Tussles of Shia and Sunni State, Non-State Actors
The underlying theme in the whole Middle East affair is the surging influence of Iran and its proxy, Hezbollah, over Iraq and Syria. While the West is fighting a war against the Sunni non-state actors, the Shia non-state actors are playing a dual role; firstly by countering Sunni extremists and secondly by enhancing Iranian influence.
While the rise of Iran and its proxies is threatening towards Israel in the long run, it also has a positive impact in the short term. Israel benefits when the attention of major regional players is not focused towards it. Nothing accomplishes this more than the Shia-Sunni state and non-state struggles.
Hezbollah is already engaged in saving the Assad regime in Syria and is also thinking of getting involved in Iraq. In this environment, it would hardly want to get entangled with Israel. Similarly, the Sunni non-state actors are also not yearning to shift their focus away from diminishing the influence of Iran and its proxies in the region.
This may represent an opportunity for Israel to deal with Hamas when the Arabs, Iranians and the Turks, are distracted by IS (formerly ISIS) threat, and the conflict of Syria and Iraq.
Last time Gaza erupted in 2012, and Lebanon in 2006, the West had not yet engaged Iran in negotiations over its nuclear program, and the regional Sunni and Shia non-state actors were not as influential as they are today.
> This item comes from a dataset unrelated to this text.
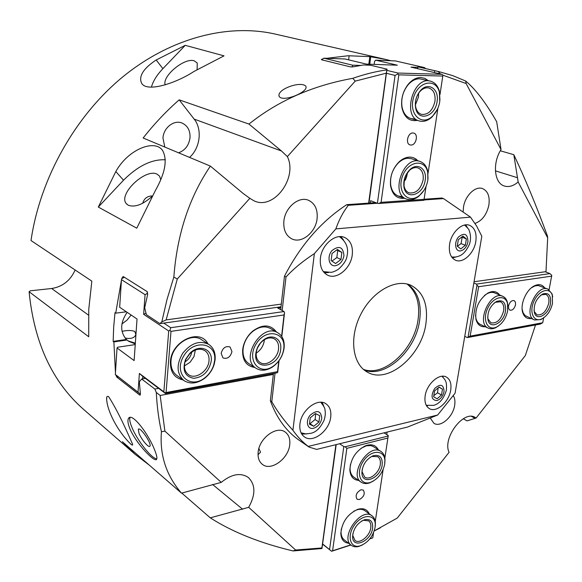 <?xml version="1.0" encoding="UTF-8"?>
<svg xmlns="http://www.w3.org/2000/svg" width="582" height="582" viewBox="0 0 582 582"><rect width="100%" height="100%" fill="white"/><g stroke="black" fill="none" stroke-linecap="round" stroke-linejoin="round"><path stroke-width="0.87" d="M281.288 97.958C279.316 97.274 278.574 96.095 279.076 94.422C280.313 88.937 296.151 82.731 303.578 84.877C305.666 85.518 306.459 86.587 305.957 88.086C304.582 92.684 288.512 99.944 281.288 97.958M258.888 448.511L260.54 452.156L258.037 454.702M453.349 395.695C454.855 398.233 455.284 401.478 454.651 405.421C453.022 416.908 440.639 427.741 433.946 423.325L430.287 418.094M283.878 221.153C285.02 207.418 299.002 195.814 308.642 200.346C315.015 203.511 317.837 209.578 317.103 218.541C315.822 232.327 301.658 243.916 291.88 238.896C285.929 235.717 283.259 229.803 283.878 221.153M463.177 211.455L463.505 207.047C465.113 195.676 475.341 185.789 482.463 188.561C487.854 190.969 489.993 196.461 488.88 205.053C486.712 214.693 482.085 220.818 475.007 223.423M258.153 452.185C259.194 438.137 276.756 425.297 285.224 432.084C288.81 434.776 290.309 438.966 289.734 444.67C288.585 458.66 270.965 471.566 262.395 464.363C259.07 461.715 257.659 457.656 258.153 452.185M156.827 458.769C151.917 459.053 137.374 440.69 132.034 427.646C129.939 422.641 129.269 419.251 130.026 417.49M139.054 433.532L138.29 429.305C139.833 426.046 152.048 443.724 149.923 446.154C148.912 448.351 141.572 439.788 139.054 433.532M130.004 428.985C127.836 423.689 127.371 420.117 128.607 418.283C132.099 412.231 148.592 434.201 154.47 449.595C156.529 454.564 157.271 457.736 156.704 459.125C155.43 463.607 136.348 443.942 130.004 428.985M158.646 388.354L154.856 389.038L141.659 379.028L139.331 381.799L140.407 393.934L140.124 395.12L139.607 394.982L116.88 377.187L115.738 374.881M326.786 58.302L348.196 55.748L369.81 56.629L385.444 59.371L275.315 34.105C228.864 23.433 171.865 37.219 123.675 76.147C75.653 115.192 40.151 177.917 31.006 240.548L91.832 281.135L88.762 309.362L88.726 336.76L29.1 291.742L30.293 290.818L51.653 288.505C62.587 286.744 70.407 280.575 75.129 269.99M173.843 277.032C177.103 234.233 189.274 197.254 210.371 166.103L143.143 137.999C154.252 123.871 166.263 111.155 179.176 99.857L248.972 124.068C278.029 100.802 312.636 85.561 352.794 78.33L355.224 81.124L287.363 156.594C297.977 178.034 273.576 210.619 253.941 200.783L249.845 198.317L177.277 279.025L173.843 277.032L167.005 299.483L161.796 321.933L159.912 323.628L281.004 306.801M368.959 203.111L386.877 69.869C375.732 71.455 364.368 74.278 352.794 78.33M387.125 69.193L370.538 65.228L363.415 64.98L353.201 66.828L350.328 66.857L321.722 59.815L321.329 59.51L322.726 59.058M385.444 59.371L390.886 60.739M417.607 68.676L417.963 66.828L439.017 71.659L434.667 70.691L434.39 72.561M417.869 66.835L434.667 70.691M500.316 150.782L513.811 154.703C525 178.303 536.218 205.431 547.473 236.081L547.677 237.842L518.155 181.977C513.484 185.971 508.93 187.331 504.478 186.051C494.293 183.439 492.176 163.171 501.037 149.574L466.146 83.539L465.651 81.022L452.738 75.631L439.017 71.659M465.651 81.022C475.385 88.995 485.73 102.556 496.679 121.718L501.037 149.574M374.233 530.922L397.251 518.075L449.078 452.301C442.174 438.173 463.716 409.648 475.196 417.454L476.091 418.029L467.077 420.895L463.272 418.764M374.211 530.988L380.33 527.845M335.901 444.67L321.897 547.96L295.627 550.012L293.095 550.95L321.962 548.535L336.2 444.597M293.095 550.95C260.169 543.122 232.56 532.086 210.277 517.849L181.78 493.07M149.254 465.098L135.031 454.258L122.409 441.738L181.497 493.15C166.263 475.552 159.577 455.08 161.425 431.749L164.902 431.138L160.159 395.469L156.311 392.472C156.987 406.236 158.69 419.331 161.425 431.749M154.856 389.038L156.311 392.472M115.454 372.582L113.883 341.918L113.155 341.387L113.679 327.135L114.981 312.658L115.709 313.16L121.42 280.335M135.031 454.258L83.888 409.655C52.431 382.192 34.163 342.885 29.1 291.742M121.82 278.625L122.984 276.588L123.442 276.668L147.115 291.589L147.668 294.339L144.678 307.754L146.351 314.636L159.912 323.628M130.732 444.088C117.113 430.644 107.234 410.776 106.651 399.245C106.404 396.786 107.059 395.913 108.608 396.611C119.419 413.431 129.59 437.519 132.638 444.357C132.878 445.426 132.245 445.332 130.732 444.088M156.18 59.975L185.243 45.323L224.026 55.857L194.017 71.441C174.811 83.954 146.235 92.596 141.535 83.044C138.538 76.14 143.419 68.458 156.18 59.975L162.887 68.661L185.243 45.323M155.321 190.649L136.77 228.195L98.307 207.061L115.833 171.545C128.171 149.05 155.365 138.596 162.785 150.84C167.565 160.137 165.077 173.407 155.321 190.649M281.31 304.102L166.132 319.896L177.277 279.025M161.796 321.933L166.132 319.896M355.224 81.124L386.259 73.179L368.646 203.133M438.086 71.455L440.407 73.95M474.061 281.739L545.989 271.641L547.677 237.842M442.873 75.165L466.146 83.539M386.761 434.565L387.139 432.062M321.962 548.535L321.897 547.96M249.845 198.317L243.145 193.464L210.371 166.103M164.902 431.138L221.255 482.383L181.497 493.15M518.155 181.977L513.811 154.703M535.527 324.952L525.328 355.551L476.091 418.029M386.259 73.179L386.877 69.869M122.038 331.347C127.443 330.19 131.678 330.22 134.74 331.42L135.882 334.432C134.66 337.946 131.059 339.153 125.079 338.04M165.179 84.885C161.971 76.046 184.676 57.305 194.272 60.841L197.262 63.052L197.087 69.564M142.714 203.249C144.161 198.411 147.362 195.981 152.331 195.959M152.084 196.41C142.808 204.638 134.864 207.585 128.258 205.242L126.294 203.62C117.819 194.279 145.66 167.856 157.147 174.214L159.592 176.208L160.756 179.714M151.429 87.154C152.986 81.247 156.805 75.085 162.887 68.661M98.307 207.061L123.515 180.209C137.832 165.957 151.764 159.148 165.317 159.781M221.255 482.383C231.527 474.039 240.533 472.388 248.281 477.436C255.593 484.639 255.724 494.605 248.681 507.322L295.627 550.012M210.277 517.849L248.681 507.322M160.159 395.469L273.336 374.437M164.815 147.064L162.967 138.109C163.433 127.858 173.909 119.594 181.94 123.006C187.586 125.588 190.285 130.455 190.03 137.621C188.975 145.304 185.149 150.367 178.558 152.804M179.176 99.857L194.162 119.106C202.514 129.35 200.179 148.017 189.572 157.409M248.972 124.068L281.462 150.993L287.363 156.594M141.659 379.028L145.405 378.38M126.374 311.792L115.709 313.16M127.138 312.308C120.161 322.646 119.907 331.696 126.359 339.459L113.155 341.387M126.359 339.459L128.687 341.321L135.286 343.904M113.883 341.918L127.087 339.983M369.81 56.629L368.821 64.209M349.105 55.967L348.625 59.851M369.759 64.238L370.727 56.84M121.922 323.97L127.043 320.1L131.125 315.015M135.337 343.184L128.113 340.885M309.078 447.092L316.673 449.406L407.553 427.043L437.649 415.039L308.234 446.416L309.078 447.092L299.272 440.312C286.395 431.415 276.756 418.225 270.354 400.758L273.445 373.484M280.677 309.682L284.474 276.174C300.574 245.146 321.322 221.313 346.734 204.668L375.696 202.638M424.111 199.248L441.84 198.011L443.477 198.586L423.994 199.961M407.873 284.22C417.927 291.742 421.834 303.884 419.6 320.646C415.686 350.771 385.117 378.722 364.165 369.97M425.9 323.708C421.754 355.864 387.663 384.753 367.075 371.949C352.306 363.888 349.004 337.218 360.833 314.258C372.465 291.189 395.986 278.196 411.183 285.413C423.412 292.128 428.316 304.895 425.9 323.708M443.091 377.282L442.524 376.234M426.497 405.749L427.683 405.661M425.166 395.84C426.744 383.902 439.461 372.793 446.409 377.085C450.184 379.399 451.617 383.734 450.715 390.093C449.057 401.987 436.333 413.096 429.305 408.579C425.718 406.272 424.336 402.031 425.166 395.84M343.489 239.959L340.994 236.634M324.341 272.812L328.488 272.543M320.398 258.241C321.686 244.658 335.639 232.96 344.791 237.536C350.597 240.562 353.085 246.317 352.263 254.814C350.844 268.418 336.767 280.102 327.491 275.097C322.057 272.07 319.685 266.454 320.398 258.241M467.601 227.926L465.644 224.87M452.338 257.899L455.881 256.997M449.58 244.338C451.21 232.516 462.261 222.135 469.616 225.329C474.825 227.817 476.884 233.207 475.8 241.515C474.083 253.33 462.988 263.69 455.539 260.234C450.584 257.746 448.598 252.45 449.58 244.338M324.065 407.007L322.195 402.388M301.745 434.07L306.714 433.917M299.934 424.009C301.156 410.23 317.525 397.644 325.905 403.748C329.798 406.454 331.398 410.899 330.722 417.083C329.383 430.811 312.971 443.433 304.488 436.951C300.858 434.274 299.337 429.96 299.934 424.009M270.354 400.758L271.787 401.711C277.439 411.627 284.482 421.135 292.913 430.243C297.373 436.631 302.487 442.022 308.234 446.416M437.649 415.039L455.066 393.236L481.809 236.256L476.709 226.187L470.511 217.137L443.477 198.586M346.734 204.668L348.334 205.3C343.256 211.783 339.095 219.64 335.843 228.886L470.511 217.137M335.843 228.886L314.36 253.643C303.455 260.656 293.997 268.426 285.995 276.952L282.175 310.512M292.913 430.243L314.36 253.643M275.039 373.186L271.787 401.711M284.474 276.174L285.995 276.952M377.311 203.256L348.334 205.3M407.022 284.001C416.552 291.662 420.226 303.622 418.036 319.889C414.173 349.52 384.455 377.201 363.481 369.41M508.515 305.979C509.687 302.051 511.563 300.261 514.139 300.61L515.434 302.153L515.536 304.822C514.357 308.758 512.48 310.541 509.897 310.177L508.624 308.642L508.515 305.979M543.668 317.837L542.715 322.748L540.242 324.079L467.324 337.582L464.756 336.352M542.715 322.748L470.14 336.134L467.324 337.582M545.174 271.758L549.961 273.613L551.765 275.293L549.102 289.712M549.961 273.613L476.476 284.096L476.971 285.202L478.63 286.73L551.729 276.13M476.476 284.096L473.85 282.976M470.14 336.134L478.63 286.73M544.577 287.755C542.089 284.402 538.648 283.783 534.24 285.9C526.281 289.72 519.981 304.255 522.687 312.498C524.178 317.066 527.016 319.067 531.191 318.514M499.647 295.001C496.788 291.196 492.845 290.549 487.818 293.066C478.775 299.57 474.817 308.307 475.945 319.285C477.393 324.661 480.492 327.142 485.257 326.72M484.457 295.474L486.93 293.794C489.804 292.259 492.423 291.968 494.773 292.928M507.89 305.63L507.358 302.145C506.536 299.264 505.016 297.329 502.797 296.34C490.531 290.112 475.509 323.279 488.363 328.153L480.463 324.509C478.178 323.41 476.658 321.293 475.894 318.15L475.523 315.218M531.395 287.821L534.822 285.958L538.219 285.486L548.018 289.138C536.56 283.579 522.578 315.771 534.582 319.984L540.904 319.562L543.464 317.976M534.582 319.984L525.131 315.59L523.123 312.869L522.127 309.166M476.971 285.202L468.081 337.073M374.175 64.398L374.575 61.372L375.681 60.164L395.28 60.906L424.54 67.599L420.75 67.468M411.067 145.049L410.055 144.918C405.225 143.769 407.764 132.74 412.82 132.965L413.766 133.096C418.633 134.224 416.123 145.231 411.067 145.049M425.573 68.574L424.54 67.599M417.796 67.374L410.972 67.141L441.971 74.314L398.015 73.048L386.965 70.393M375.681 60.164L397.346 65.199L366.514 64.129L345.053 58.993L323.898 58.193L322.792 58.797L322.493 60.004M360.491 65.439L352.525 65.177L323.898 58.193M352.525 65.177L352.554 66.93M351.528 66.981L352.212 66.61M441.971 74.314L442.909 75.202L439.977 94.619M437.926 108.121L428.054 173.276M426.068 186.327L423.936 200.295L378.795 203.489L381.086 202.34L398.83 74.852L397.848 73.936L398.015 73.048M386.564 73.347L395.069 75.42L397.848 73.936M395.069 75.42L377.405 203.293L378.795 203.489M377.405 203.293L370.632 200.695L370.319 203.016M398.83 74.852L442.793 76.06M424.103 199.328L381.086 202.34M428.301 80.636L424.853 78.359L420.895 77.508C416.414 77.493 412.26 79.669 408.44 84.026C402.889 91.119 400.729 99.056 401.958 107.859C404.286 117.477 409.422 121.653 417.345 120.394M417.774 160.727C415.468 158.239 412.645 157.031 409.306 157.111C405.69 157.293 402.22 158.937 398.903 162.051C392.559 168.729 389.78 176.615 390.558 185.702C392.297 194.766 396.924 198.964 404.432 198.302M373.87 202.769L373.979 201.983M402.518 196.651L398.357 196.069C394.152 194.366 391.591 190.605 390.682 184.8C389.955 176.361 392.537 169.035 398.423 162.836C401.507 159.941 404.73 158.413 408.098 158.239L411.583 158.719L420 161.447C403.61 155.03 389.824 194.148 406.622 199.109C410.63 200.441 414.719 199.466 418.88 196.192L423.871 190.467M413.802 118.961L410.936 118.575C406.294 117.077 403.333 113.206 402.046 106.972C400.903 98.802 402.911 91.425 408.062 84.841C411.612 80.796 415.468 78.774 419.637 78.781L430.484 81.16C413.024 75.871 401.791 117.237 419.491 121.005C423.878 122.089 428.141 120.656 432.288 116.713L437.344 109.423M124.388 277.258L121.834 278.582L121.463 279.629L119.674 307.252L137.032 319.023L134.115 360.593L117.04 347.956L117.688 347.214L135.242 344.58M257.55 347.825L260.27 343.365M231.956 351.601C230.363 357.144 227.373 359.261 222.986 357.937L221.145 353.383C222.724 347.847 225.7 345.723 230.065 347.003L231.956 351.601M147.683 294.259L147.006 293.663L145.064 294.652L143.645 314.324L168.715 331.005L163.848 391.846L139.389 373.433L138.036 392.195L115.331 374.466L117.04 347.956M145.98 313.152L143.645 314.324M121.463 279.629L145.064 294.652M147.006 293.663L147.53 292.091M138.036 392.195L139.738 393.679L140.349 393.381M142.634 378.86L142.816 376.43L165.448 393.483L163.848 391.846M139.389 373.433L142.816 376.43M115.331 374.466L139.738 393.679M168.715 331.005L169.922 330.409L170.752 327.702L163.76 323.097M280.91 307.631L277.76 308.074L284.038 311.545L170.752 327.702M169.922 330.409L170.999 331.362L284.045 314.957L284.533 312.84L284.038 311.545M165.448 393.483L277.032 372.822L277.723 372.262L277.549 371.651L164.91 392.77M166.088 392.203L170.999 331.362M284.045 314.957L281.608 336.258M278.771 361.007L277.549 371.651M207.927 343.831C200.135 327.724 171.246 341.045 170.417 361.749C170.191 371.993 174.396 378.045 183.046 379.922M276.472 332.002C270.601 324.37 262.751 324.021 252.908 330.969C247.925 335.232 244.666 340.557 243.131 346.945L242.658 349.84C242.243 360.258 246.302 366.136 254.821 367.482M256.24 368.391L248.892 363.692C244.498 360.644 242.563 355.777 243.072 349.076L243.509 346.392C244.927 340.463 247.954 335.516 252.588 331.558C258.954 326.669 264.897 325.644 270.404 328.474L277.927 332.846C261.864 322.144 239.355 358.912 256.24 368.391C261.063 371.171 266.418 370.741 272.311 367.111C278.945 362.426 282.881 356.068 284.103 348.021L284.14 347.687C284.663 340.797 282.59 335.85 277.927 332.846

For the first time negotiations have helped engage Iran while creating leverage for the West. Now Iran has to seriously prioritize its interests and evaluate if it is more important to achieve a permanent nuclear deal and normalization of ties with the West. Or, will it continue with activities in Syria, and in support of Hezbollah and Hamas that are considered highly detrimental. From western perspective, Iran’s cooperation and constructive role in these areas, including in Iraq, can be highly conducive in achieving peace between Israel and Palestine.
Where differences still exist on reaching a final deal, the reason the talks have been extended beyond July 20th is probably because engagement with Iran is already helping to control its behavior and influence vis-à-vis various regional flashpoints. However, this approach requires managing anxieties of Israel and Sunni Arab nations.
Iran’s budding detente with the West also tilts matters in its favor, which is perceived as a dangerous turn of events by the Sunni Arab states, and by Israel as well. The approach adopted by US towards Arab Spring afflicted nations, especially Egypt, and against military strikes against Syria, has furthered paranoia in Arab capitals.
Arab-Israeli Alignment of Interests
In short, and ironically, there is synergy of interest between the regional Sunni Arab States and Israel. They both support Fatah over Hamas, the secular set up in Egypt, reversal of Iran’s regional resurgence and its endeavor towards acquiring nuclear weapons.